When it comes to trying to negotiate a peace settlement in Syria, the West is no longer calling the shots.
If anyone really is in charge — and that itself is a debatable issue — the chief mediator is Russian President Vladimir Putin.
On Friday, Sept. 9, U.S. Secretary of State John Kerry met in Geneva with his Russian counterpart Sergey Lavrov, but not before temporarily calling off the trip at the last minute because of “technical” disagreements.
Kerry’s on-again-off-again pussyfooting came off as exactly what it was: a transparent negotiation tactic by Washington to try to reinstate Uncle Sam’s clout as head honcho.
Meanwhile, while the U.S. secretary of State was hemming and hawing as to the merits of a meeting with the Russian foreign minister, Lavrov got down to business with a one-hour meeting with the UN peace envoy, Staffan de Mistura, on Thursday, Sept. 8, further widening his sphere of influence regarding the Syrian crisis.
The main point is that now, at long last, a peace plan is finally being ironed out for the Western Asian nation that has endured more than five years of civil war resulting in more than 470,000 civilian deaths and at least 11 million displaced persons.
The new proposed peace plan would begin with a ceasefire in Aleppo and a metered withdrawal of forces from the surrounding region, including an end to Syrian government air attacks and a joint Russian-U.S. assault against Islamic State (I.S.) and other terror groups.

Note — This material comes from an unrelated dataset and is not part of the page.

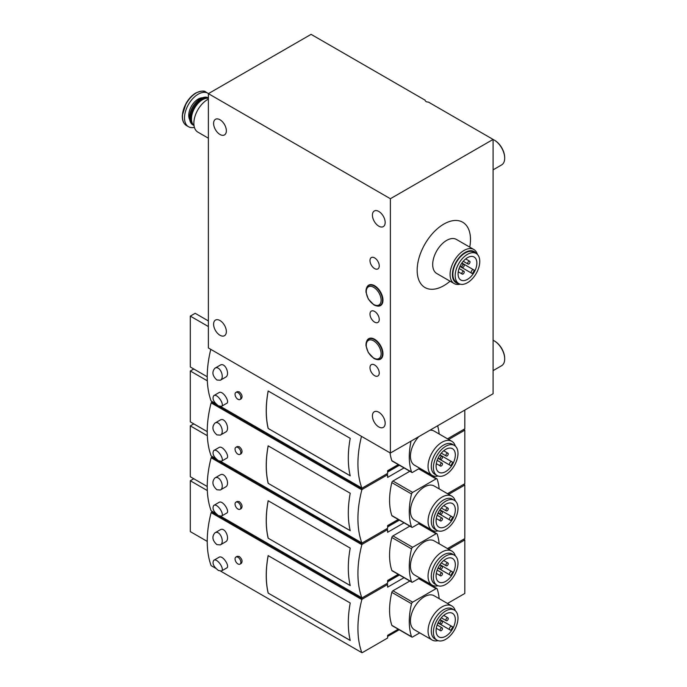 <?xml version="1.0" encoding="UTF-8"?>
<svg xmlns="http://www.w3.org/2000/svg" width="687" height="687" viewBox="0 0 687 687"><rect width="100%" height="100%" fill="white"/><g stroke="black" fill="none" stroke-linecap="round" stroke-linejoin="round"><path stroke-width="1.03" d="M461.904 273.349A1.64 0.945 120 0 0 462.248 274.096A1.64 0.945 120 0 0 463.888 273.151A1.64 0.945 120 0 0 463.888 271.253A1.64 0.945 120 0 0 462.626 271.7A1.64 0.945 120 0 0 461.904 273.349M461.904 266.65A1.64 0.945 120 0 0 462.248 267.406A1.64 0.945 120 0 0 463.888 266.453A1.64 0.945 120 0 0 463.888 264.564A1.64 0.945 120 0 0 462.626 265.002A1.64 0.945 120 0 0 461.904 266.65M467.701 263.31A1.64 0.945 120 0 0 468.045 264.057A1.64 0.945 120 0 0 469.685 263.112A1.64 0.945 120 0 0 469.685 261.215A1.64 0.945 120 0 0 468.422 261.661A1.64 0.945 120 0 0 467.701 263.31M474.331 270.214L473.566 269.776A1.967 1.134 120 0 0 471.6 270.91A1.967 1.134 120 0 0 471.6 273.177L472.355 273.624A13.276 7.669 120 0 0 474.331 270.214M459.921 266.436L472.355 273.624M461.887 263.035L473.566 269.776L461.887 263.035M493.094 139.427L390.388 198.723L390.388 453.042L493.094 393.745L493.094 139.427L428.439 102.097A3.28 1.889 180 0 1 425.124 100.208A3.28 1.889 180 0 1 425.124 100.19L425.124 100.225M390.388 453.042L208.384 347.974L208.384 93.647L311.091 34.35L425.124 100.19M390.388 198.723L208.384 93.647M226.358 130.788A9.017 5.204 60 0 1 224.486 134.918A9.017 5.204 60 0 1 215.469 129.714A9.017 5.204 60 0 1 215.469 119.306A9.017 5.204 60 0 1 219.977 119.753A9.017 5.204 60 0 1 226.358 130.788M226.358 331.572A9.017 5.204 60 0 1 224.486 335.703A9.017 5.204 60 0 1 215.469 330.499A9.017 5.204 60 0 1 215.469 320.082A9.017 5.204 60 0 1 219.977 320.528A9.017 5.204 60 0 1 226.358 331.572M374.621 375.677A6.561 3.787 -120 0 0 378.631 369.967A6.561 3.787 -120 0 0 370.602 365.329A6.561 3.787 -120 0 0 374.621 375.677M374.621 322.134A6.561 3.787 -120 0 0 378.631 316.424A6.561 3.787 -120 0 0 370.602 311.786A6.561 3.787 -120 0 0 374.621 322.134M374.621 268.591A6.561 3.787 -120 0 0 378.631 262.881A6.561 3.787 -120 0 0 370.602 258.243A6.561 3.787 -120 0 0 374.621 268.591M377.352 359.593A11.799 6.818 -120 0 0 380.521 359.129A11.799 6.818 -120 0 0 380.521 345.501A11.799 6.818 -120 0 0 368.721 338.682A11.799 6.818 -120 0 0 366.738 341.199A11.799 6.818 -120 0 1 368.721 338.682L368.721 338.682A11.799 6.818 -120 0 1 380.521 345.501A11.799 6.818 -120 0 1 380.521 359.129L380.521 359.129A11.799 6.818 -120 0 1 377.352 359.593M377.352 306.05A11.799 6.818 -120 0 0 380.521 305.586A11.799 6.818 -120 0 0 380.521 291.958A11.799 6.818 -120 0 0 368.721 285.139A11.799 6.818 -120 0 0 366.738 287.655A11.799 6.818 -120 0 1 368.721 285.139L368.721 285.139A11.799 6.818 -120 0 1 380.521 291.958A11.799 6.818 -120 0 1 380.521 305.586L380.521 305.586A11.799 6.818 -120 0 1 377.352 306.05M378.795 226.16A9.017 5.204 -120 0 0 383.303 226.607A9.017 5.204 -120 0 0 384.686 219.385A9.017 5.204 -120 0 0 378.795 211.441A9.017 5.204 -120 0 0 374.286 210.995A9.017 5.204 -120 0 0 372.904 218.217A9.017 5.204 -120 0 0 378.795 226.16M378.795 426.945A9.017 5.204 -120 0 0 383.303 427.391A9.017 5.204 -120 0 0 384.686 420.169A9.017 5.204 -120 0 0 378.795 412.217A9.017 5.204 -120 0 0 374.286 411.771A9.017 5.204 -120 0 0 372.904 419.001A9.017 5.204 -120 0 0 378.795 426.945M469.745 247.122A37.708 21.769 120 0 0 446.971 222.485A37.708 21.769 120 0 0 417.164 270.266A37.708 21.769 120 0 0 450.071 281.198M493.094 340.28A14.753 8.519 60 0 1 494.254 340.881L494.254 340.881A14.753 8.519 60 0 1 504.687 358.949A14.753 8.519 60 0 1 501.63 365.699L493.094 370.628M494.485 341.018A14.101 8.141 60 0 1 494.717 341.147L494.717 341.147A14.101 8.141 60 0 1 504.687 358.408A14.101 8.141 60 0 1 504.679 358.674M494.717 341.147L494.254 340.881L494.717 341.147M493.094 139.495A14.753 8.519 60 0 1 494.254 140.096L494.254 140.096A14.753 8.519 60 0 1 504.687 158.165A14.753 8.519 60 0 1 501.63 164.923L493.094 169.844M494.485 140.234A14.101 8.141 60 0 1 494.717 140.363L494.717 140.363A14.101 8.141 60 0 1 504.687 157.632A14.101 8.141 60 0 1 504.679 157.89M494.717 140.363L494.254 140.096L494.717 140.363M477.379 254.413A19.674 11.361 120 0 0 473.832 249.484L456.443 239.445A19.674 11.361 120 0 0 441.286 244.718A19.674 11.361 120 0 0 432.698 264.512A19.674 11.361 120 0 0 436.769 273.52L454.159 283.559A19.674 11.361 120 0 0 460.204 284.16M473.832 249.484A19.674 11.361 120 0 0 458.676 254.757A19.674 11.361 120 0 0 450.088 274.551A19.674 11.361 120 0 0 454.159 283.559M476.254 253.529A18.034 10.408 120 0 0 461.904 254.825A18.034 10.408 120 0 0 452.407 274.551A18.034 10.408 120 0 0 458.873 283.628M476.16 253.477L473.841 252.138A17.381 10.03 120 0 0 460.453 256.792A17.381 10.03 120 0 0 452.87 274.285A17.381 10.03 120 0 0 456.469 282.237L458.787 283.576A17.381 10.03 120 0 0 476.16 273.546A17.381 10.03 120 0 0 476.16 253.477A17.381 10.03 120 0 0 462.772 258.132A17.381 10.03 120 0 0 455.189 275.624A17.381 10.03 120 0 0 458.787 283.576M476.864 263.104A13.276 7.669 -60 0 1 473.051 274.019A13.276 7.669 -60 0 1 460.831 280.03A13.276 7.669 -60 0 1 460.831 264.693A13.276 7.669 -60 0 1 474.116 257.024A13.276 7.669 -60 0 1 476.864 263.104M221.437 406.369L226.719 403.321C230.205 401.852 222.657 390.113 219.059 392.603L213.769 395.652C217.375 393.162 224.915 404.901 221.437 406.369L218.466 405.862C213.554 402.032 211.982 398.632 213.769 395.652M268.153 428.448L350.224 475.833A98.361 56.789 120 0 1 350.224 438.349L268.153 390.972A98.361 56.789 120 0 0 268.153 428.448L350.207 475.756M210.78 349.357A98.361 56.789 120 0 0 211.124 401.002L215.855 403.733M361.482 436.357A98.361 56.789 120 0 0 361.826 488.01L220.75 406.558M239.995 399.508L241.3 398.752C242.751 396.691 242.073 394.39 239.282 391.839L237.204 391.659L235.899 392.406A4.096 2.37 60 0 1 237.951 392.612A4.096 2.37 60 0 1 240.622 396.227A4.096 2.37 60 0 1 239.995 399.508A4.096 2.37 60 0 1 235.899 397.138A4.096 2.37 60 0 1 235.899 392.406M220.329 380.237L225.611 377.189C230.446 374.87 225.25 361.851 220.166 365.192L214.876 368.241C219.96 364.909 225.156 377.919 220.329 380.237L216.894 380.005C212.395 375.901 211.725 371.976 214.876 368.241M464.807 410.079L464.807 428.817L447.503 438.813M398.245 464.575L387.605 470.715L387.605 473.395L362.453 487.916A0.988 0.567 120 0 1 361.963 487.959L361.877 487.916M390.044 452.853A65.574 37.862 120 0 0 391.822 460.659A1.64 0.945 120 0 0 392.105 461.029L411.814 472.407A1.64 0.945 120 0 0 412.629 472.33L419.748 468.216M208.384 326.557L190.308 316.114L195.177 313.306L208.384 320.932M207.225 376.751L190.308 366.978L190.308 316.114M268.196 390.997A98.361 56.789 120 0 0 268.213 428.413M440.135 465.305A1.64 0.945 120 0 0 440.479 466.061A1.64 0.945 120 0 0 442.119 465.108A1.64 0.945 120 0 0 442.119 463.218A1.64 0.945 120 0 0 440.856 463.656A1.64 0.945 120 0 0 440.135 465.305M440.135 458.615A1.64 0.945 120 0 0 440.479 459.363A1.64 0.945 120 0 0 442.119 458.418A1.64 0.945 120 0 0 442.119 456.529A1.64 0.945 120 0 0 440.856 456.967A1.64 0.945 120 0 0 440.135 458.615M445.932 455.266A1.64 0.945 120 0 0 446.275 456.022A1.64 0.945 120 0 0 447.915 455.069A1.64 0.945 120 0 0 447.915 453.18A1.64 0.945 120 0 0 446.653 453.618A1.64 0.945 120 0 0 445.932 455.266M450.758 465.674L437.988 458.306L450.758 465.674A13.603 7.858 120 0 0 452.724 462.274L451.797 461.733A1.967 1.134 120 0 0 449.83 462.866A1.967 1.134 120 0 0 449.83 465.142M439.955 454.897L451.797 461.733M455.326 454.931A13.603 7.858 -60 0 1 451.453 466.078A13.603 7.858 -60 0 1 438.899 472.27A13.603 7.858 -60 0 1 438.899 456.563A13.603 7.858 -60 0 1 452.51 448.705A13.603 7.858 -60 0 1 455.326 454.931M433.411 467.581A17.381 10.03 120 0 0 437.018 475.541A17.381 10.03 120 0 0 454.39 465.503A17.381 10.03 120 0 0 454.39 445.442A17.381 10.03 120 0 0 441.002 450.097A17.381 10.03 120 0 0 433.411 467.581M454.39 445.442L452.269 444.214A17.381 10.03 120 0 0 438.881 448.869A17.381 10.03 120 0 0 431.299 466.361A17.381 10.03 120 0 0 434.897 474.313L437.018 475.541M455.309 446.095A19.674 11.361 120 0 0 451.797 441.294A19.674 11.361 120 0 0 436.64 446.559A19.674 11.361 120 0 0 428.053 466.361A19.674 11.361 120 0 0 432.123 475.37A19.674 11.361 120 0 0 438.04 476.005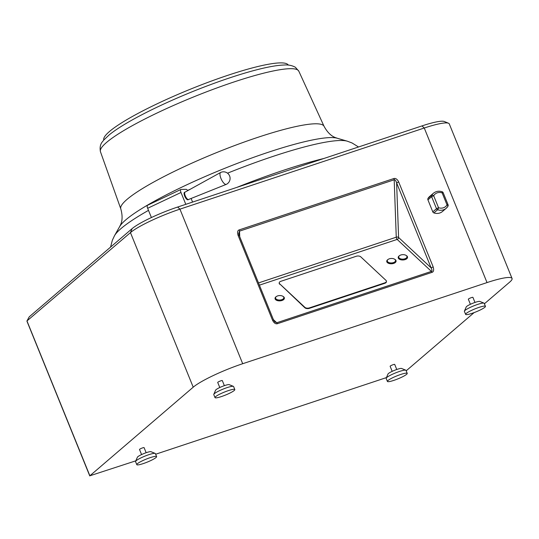 <?xml version="1.0" encoding="UTF-8"?>
<svg xmlns="http://www.w3.org/2000/svg" width="539" height="539" viewBox="0 0 539 539"><rect width="100%" height="100%" fill="white"/><g stroke="black" fill="none" stroke-linecap="round" stroke-linejoin="round"><path stroke-width="0.81" d="M406.19 370.819L474.118 312.607M386.45 377.59L155.65 454.236M135.828 460.818L89.872 475.789L193.218 387.184A41.463 6.124 157.9 0 1 242.698 363.717L487.027 282.584A41.476 6.124 157.9 0 1 512.05 278.468A41.476 6.124 157.9 0 1 509.712 282.092L484.406 303.78M396.765 369.491L394.703 364.411A2.466 0.364 157.9 0 0 392.756 364.822A2.466 0.364 157.9 0 0 390.27 366.055A2.466 0.364 157.9 0 0 390.128 366.271L392.19 371.351M224.365 385.668L222.304 380.588A2.466 0.364 157.9 0 0 220.35 380.992A2.466 0.364 157.9 0 0 217.864 382.232A2.466 0.364 157.9 0 0 217.722 382.447L219.784 387.521M474.98 302.44L472.919 297.366A2.466 0.364 157.9 0 0 470.971 297.771A2.466 0.364 157.9 0 0 468.485 299.004A2.466 0.364 157.9 0 0 468.344 299.219L470.406 304.299M146.15 452.713L144.088 447.639A2.466 0.364 157.9 0 0 142.141 448.044A2.466 0.364 157.9 0 0 139.655 449.277A2.466 0.364 157.9 0 0 139.513 449.492L141.575 454.572M136.791 464.658L135.565 461.64A10.699 1.583 -22.1 0 1 135.585 461.377L137.405 457.2A7.405 1.091 -22.1 0 1 137.809 456.742A7.405 1.091 -22.1 0 1 144.755 453.225A7.405 1.091 -22.1 0 1 150.974 451.695L155.192 453.414A10.699 1.583 -22.1 0 1 155.387 453.589L156.613 456.607A10.699 1.583 157.9 0 0 148.164 458.366A10.699 1.583 157.9 0 0 137.391 463.722A10.699 1.583 157.9 0 0 136.791 464.658A10.699 1.583 157.9 0 0 145.24 462.893A10.699 1.583 157.9 0 0 156.007 457.544A10.699 1.583 157.9 0 0 156.613 456.607M135.585 461.377A10.699 1.583 -22.1 0 1 136.165 460.704A10.699 1.583 -22.1 0 1 146.197 455.63A10.699 1.583 -22.1 0 1 155.192 453.414M387.406 381.437L386.18 378.418A10.699 1.583 -22.1 0 1 386.2 378.156L388.019 373.978A7.405 1.091 -22.1 0 1 388.424 373.514A7.405 1.091 -22.1 0 1 395.37 370.003A7.405 1.091 -22.1 0 1 401.595 368.467L405.806 370.192A10.699 1.583 -22.1 0 1 406.008 370.367L407.228 373.386A10.699 1.583 157.9 0 0 398.779 375.144A10.699 1.583 157.9 0 0 388.013 380.5A10.699 1.583 157.9 0 0 387.406 381.437A10.699 1.583 157.9 0 0 395.855 379.672A10.699 1.583 157.9 0 0 406.628 374.315A10.699 1.583 157.9 0 0 407.228 373.386M386.2 378.156A10.699 1.583 -22.1 0 1 386.786 377.482A10.699 1.583 -22.1 0 1 396.819 372.409A10.699 1.583 -22.1 0 1 405.806 370.192M215 397.607L213.774 394.588A10.699 1.583 -22.1 0 1 213.794 394.326L215.613 390.155A7.405 1.091 -22.1 0 1 216.018 389.69A7.405 1.091 -22.1 0 1 222.964 386.173A7.405 1.091 -22.1 0 1 229.19 384.644L233.4 386.369A10.699 1.583 -22.1 0 1 233.603 386.544L234.822 389.556A10.699 1.583 157.9 0 0 226.373 391.321A10.699 1.583 157.9 0 0 215.607 396.677A10.699 1.583 157.9 0 0 215 397.607A10.699 1.583 157.9 0 0 223.449 395.848A10.699 1.583 157.9 0 0 234.222 390.492A10.699 1.583 157.9 0 0 234.822 389.556M213.794 394.326A10.699 1.583 -22.1 0 1 214.381 393.659A10.699 1.583 -22.1 0 1 224.413 388.579A10.699 1.583 -22.1 0 1 233.4 386.369M465.615 314.385L464.396 311.367A10.699 1.583 -22.1 0 1 464.416 311.104L466.235 306.927A7.405 1.091 -22.1 0 1 466.639 306.469A7.405 1.091 -22.1 0 1 473.579 302.952A7.405 1.091 -22.1 0 1 479.804 301.422L484.015 303.147A10.699 1.583 -22.1 0 1 484.217 303.316L485.444 306.334A10.699 1.583 157.9 0 0 476.995 308.099A10.699 1.583 157.9 0 0 466.222 313.449A10.699 1.583 157.9 0 0 465.615 314.385A10.699 1.583 157.9 0 0 474.064 312.62A10.699 1.583 157.9 0 0 484.837 307.27A10.699 1.583 157.9 0 0 485.444 306.334M464.416 311.104A10.699 1.583 -22.1 0 1 464.995 310.437A10.699 1.583 -22.1 0 1 475.027 305.357A10.699 1.583 -22.1 0 1 484.015 303.147M448.509 123.229L444.298 121.504A38.188 5.639 -22.1 0 0 421.976 125.91L177.648 207.043A38.175 5.639 -22.1 0 0 132.095 228.651L29.254 316.811L26.963 320.948L130.458 232.619A41.463 6.124 -22.1 0 1 179.938 209.145L424.267 128.012A41.476 6.124 -22.1 0 1 448.509 123.229A41.476 6.124 -22.1 0 1 449.283 123.903L512.05 278.468M26.963 320.948L89.872 475.789M433.908 212.918A9.877 8.934 49.4 0 0 442.519 211.45L446.218 208.276A9.877 8.934 49.4 0 0 447.869 206.336A1.711 0.701 31.4 0 0 447.929 206.269A1.711 1.711 0 0 0 448.057 204.732L447.02 204.901A1.711 0.701 31.4 0 1 447.929 206.269L446.218 208.276A9.877 8.934 49.4 0 1 437.614 209.745L433.908 212.918A1.711 1.55 -130.6 0 1 432.797 211.861L427.926 199.854A1.711 1.55 -130.6 0 1 428.013 198.392A9.877 8.934 49.4 0 1 429.664 196.459L433.363 193.285A9.877 8.934 49.4 0 0 431.719 195.219A1.711 1.55 49.4 0 0 431.624 196.681L433.666 195.711A1.711 0.701 -148.6 0 0 431.719 195.219L428.013 198.392M277.342 323.717C275.537 324.141 273.94 322.982 272.545 320.233L238.043 235.267C237.194 232.174 237.591 230.375 239.235 229.883L393.901 178.517C395.693 178.086 397.283 179.224 398.671 181.926L433.167 266.893C434.043 270.039 433.652 271.858 432.009 272.357L277.342 323.717A1.711 0.68 -108.4 0 0 276.736 322.753L274.816 321.918L273.576 320.065L272.545 320.233M427.926 199.854L431.624 196.681L436.502 208.687A1.711 1.55 49.4 0 0 437.614 209.745A1.711 0.398 -71.1 0 0 438.544 207.717L436.502 208.687L432.797 211.861M442.148 192.895L443.179 192.726A1.711 1.711 0 0 0 442.148 191.749A1.711 0.398 108.9 0 1 442.148 192.895A8.166 7.384 49.4 0 0 433.666 195.711L438.544 207.717A8.166 7.384 49.4 0 0 447.02 204.901L442.148 192.895M238.043 235.267L239.073 235.092L238.71 233.475L239.525 231.143L239.727 236.695M393.901 178.517A1.711 0.68 71.6 0 1 394.191 179.783C395.087 179.608 395.902 180.646 396.623 182.896L398.671 181.926M433.167 266.893L431.126 267.863C432.143 269.972 432.231 271.151 431.402 271.393L397.155 239.417A1.711 1.267 133 0 0 398.591 237.483A1.711 0.93 -2.1 0 0 396.259 237.194L394.191 179.783L239.525 231.143A1.711 0.68 -108.4 0 0 239.235 229.883M398.206 257.561A4.669 2.527 -2.1 0 0 398.206 257.608A4.669 2.527 -2.1 0 0 398.806 258.794A4.669 2.527 -2.1 0 0 404.102 259.852A4.669 2.527 -2.1 0 0 407.538 257.271A4.669 2.527 -2.1 0 0 407.531 257.224M275.045 298.458A4.669 2.527 -2.1 0 0 275.045 298.512A4.669 2.527 -2.1 0 0 275.645 299.691A4.669 2.527 -2.1 0 0 280.94 300.749A4.669 2.527 -2.1 0 0 284.376 298.175A4.669 2.527 -2.1 0 0 284.37 298.121M279.626 283.77L304.872 307.338A3.295 1.785 -2.1 0 0 309.352 307.904L384.752 282.867A3.295 1.785 -2.1 0 0 386.423 281.237A3.295 1.785 -2.1 0 0 385.998 280.401L360.753 256.827A3.295 1.785 -2.1 0 0 356.266 256.268L280.866 281.304A3.295 1.785 -2.1 0 0 279.202 282.935A3.295 1.785 -2.1 0 0 279.626 283.77L304.885 307.782A3.295 1.785 177.9 0 0 309.373 308.342L384.765 283.305A3.295 1.785 177.9 0 0 386.436 281.675A3.295 1.785 177.9 0 0 386.402 281.459M279.64 284.208A3.295 1.785 177.9 0 1 279.215 283.379A3.295 1.785 177.9 0 1 279.229 283.157M386.746 261.368A4.669 2.527 -2.1 0 0 386.746 261.415A4.669 2.527 -2.1 0 0 387.352 262.594A4.669 2.527 -2.1 0 0 392.641 263.659A4.669 2.527 -2.1 0 0 396.077 261.078A4.669 2.527 -2.1 0 0 396.077 261.031M387.992 259.508A4.669 2.527 -2.1 0 0 387.784 259.643A4.669 2.527 -2.1 0 0 386.746 261.314A4.669 2.527 -2.1 0 0 387.346 262.493A4.669 2.527 -2.1 0 0 392.641 263.558A4.669 2.527 -2.1 0 0 396.077 260.977A4.669 2.527 -2.1 0 0 395.471 259.798A4.669 2.527 -2.1 0 0 394.919 259.387A4.669 2.527 -2.1 0 0 394.696 259.266M394.999 259.508A4.144 2.244 -2.1 0 0 394.508 259.144A4.144 2.244 -2.1 0 0 388.174 259.374A4.144 2.244 -2.1 0 0 387.79 261.9A4.144 2.244 -2.1 0 0 393.43 262.608A4.144 2.244 -2.1 0 0 394.999 259.508M406.453 255.702A4.144 2.244 -2.1 0 0 405.961 255.338A4.144 2.244 -2.1 0 0 399.635 255.567A4.144 2.244 -2.1 0 0 399.244 258.093A4.144 2.244 -2.1 0 0 404.89 258.801A4.144 2.244 -2.1 0 0 406.453 255.702M283.292 296.605A4.144 2.244 -2.1 0 0 282.8 296.241A4.144 2.244 -2.1 0 0 276.473 296.47A4.144 2.244 -2.1 0 0 276.089 298.997A4.144 2.244 -2.1 0 0 281.729 299.704A4.144 2.244 -2.1 0 0 283.292 296.605M399.453 255.702A4.669 2.527 -2.1 0 0 399.244 255.843A4.669 2.527 -2.1 0 0 398.2 257.507A4.669 2.527 -2.1 0 0 398.806 258.693A4.669 2.527 -2.1 0 0 404.095 259.751A4.669 2.527 -2.1 0 0 407.531 257.177A4.669 2.527 -2.1 0 0 406.925 255.991A4.669 2.527 -2.1 0 0 406.372 255.587A4.669 2.527 -2.1 0 0 406.15 255.466M276.291 296.605A4.669 2.527 -2.1 0 0 276.083 296.74A4.669 2.527 -2.1 0 0 275.038 298.411A4.669 2.527 -2.1 0 0 275.645 299.59A4.669 2.527 -2.1 0 0 280.934 300.647A4.669 2.527 -2.1 0 0 284.37 298.074A4.669 2.527 -2.1 0 0 283.77 296.895A4.669 2.527 -2.1 0 0 283.211 296.484A4.669 2.527 -2.1 0 0 282.995 296.362M151.405 217.54L147.652 208.29A3.295 1.179 -115.4 0 1 147.511 205.292L180.848 189.479A3.295 1.179 64.6 0 0 180.983 192.484L185.8 204.335M187.727 190.644A3.295 1.179 64.6 0 0 186.123 189.324L181.03 189.438A3.295 1.179 64.6 0 0 180.848 189.479M192.585 202.085L191.116 198.467M185.072 192.066L184.52 192.329A4.123 1.476 64.6 0 0 184.695 196.088A4.123 1.476 64.6 0 0 188.057 199.78L188.61 199.518M188.583 199.531A4.123 1.476 -115.4 0 1 185.248 195.825A4.123 1.476 -115.4 0 1 185.045 192.079M220.687 172.453A6.583 2.351 64.6 0 0 220.64 172.473A6.583 2.351 64.6 0 0 220.963 178.456A6.583 2.351 64.6 0 0 226.286 184.365A6.583 2.351 64.6 0 0 226.333 184.345A6.583 6.583 0 0 0 229.607 175.923A6.583 6.583 0 0 0 220.687 172.453M103.771 140.032A99.58 14.708 -22.1 0 1 157.597 103.582A99.58 14.708 -22.1 0 1 288.284 65.111M421.976 125.91L424.267 128.012L487.027 282.584M132.095 228.651L130.458 232.619L193.218 387.184M177.648 207.043L179.938 209.145L242.698 363.717M441.973 191.817A1.711 0.398 108.9 0 1 442.148 191.749C438.861 190.718 435.936 191.23 433.363 193.285M259.407 285.158L397.155 239.417A1.711 0.68 -108.4 0 1 396.259 237.194L258.504 282.935M398.591 237.483L396.623 182.896L431.126 267.863L398.591 237.483M273.408 319.647L276.736 322.753L431.402 271.393A1.711 0.68 71.6 0 1 432.009 272.357M304.872 307.338L304.885 307.782M309.352 307.904L309.373 308.342M384.752 282.867L384.765 283.305M147.652 208.29L180.983 192.484M100.449 151.715C98.967 143.805 103.064 141.427 103.744 140.066L109.37 134.743C113.318 131.55 118.418 128.073 124.664 124.32C133.793 118.836 144.728 113.062 157.455 106.998C178.78 96.899 200.724 87.918 223.301 80.041C236.298 75.541 248.021 71.977 258.464 69.349C269.224 66.641 277.868 65.185 284.41 65.003C288.365 64.693 292.017 65.441 295.359 67.247L298.815 71.168A107.052 15.813 -22.1 0 0 289.995 68.689A107.052 15.813 -22.1 0 0 175.896 104.404A107.052 15.813 -22.1 0 0 100.449 151.715L120.797 208.876A109.7 16.204 -22.1 0 1 180.06 168.619A109.7 16.204 -22.1 0 1 315.039 123.795A109.7 16.204 -22.1 0 1 324.074 126.335C330.05 137.283 336.309 137.661 337.158 138.22L347.298 141.184A127.79 18.878 157.9 0 0 227.525 173.181M120.797 208.876C124.145 220.889 119.921 225.524 119.698 226.521A119.375 17.632 157.9 0 1 183.489 186.366A119.375 17.632 -22.1 0 1 330.373 137.586A119.375 17.632 -22.1 0 1 337.158 138.22M190.462 189.135A127.79 18.878 157.9 0 0 187.599 190.462M323.926 158.473A137.405 20.3 157.9 0 0 236.796 187.404M148.494 210.372A127.79 18.878 157.9 0 0 114.497 235.711L112.348 240.266L110.569 247.105M26.97 321.271L89.77 475.937M448.057 204.732L443.179 192.726M273.576 320.065L239.073 235.098M388.174 259.374L387.784 259.643M394.508 259.144L394.919 259.387M399.635 255.567L399.244 255.843M405.961 255.338L406.372 255.587M276.473 296.47L276.083 296.74M282.8 296.241L283.211 296.484M386.423 281.237L386.436 281.675M279.202 282.935L279.215 283.379M185.066 192.113L220.64 172.473M188.562 199.491L226.286 184.365M298.815 71.168L324.074 126.335M347.298 141.184L352.014 142.95L358.523 146.979M119.698 226.521L114.497 235.711"/></g></svg>

The main substantive issue to be resolved at this stage is the delineation of what surrounding territories will fall into the protected region and what groups besides I.S. and the al-Qaida affiliate Nusra will qualify as terrorist organizations by both U.S. and Russian definitions
Both sides have been overtly and covertly arming their own insurgent militants in Syria for years, and oftentimes what Washington considers an ally group, Moscow deems a terrorist faction, and vice versa.
But these differences are not insurmountable, and a spoonful of goodwill and good intentions on both sides will certainly go a long way to smooth the path to a viable roadmap for Syrian peace.
On a deeper level, Washington is going to have to accept that it will be taking a backseat to Moscow, something that will not go down easy for a country that has, since the end of the Cold War, been the sole international super power.
For five years, the Barack Obama administration tried alternating policies of restraint and engagement in Syria, and only managed to create a more multifarious war.
The only semi-effective ceasefire that has been implemented in Syria in the last five years is the product of Russian statesmanship.
Now, for the sake of the besieged Syrian people — and Middle East peace in general — the United States is going to have to accept its own tactical failures and acquiesce to the diplomatic dexterity of Moscow.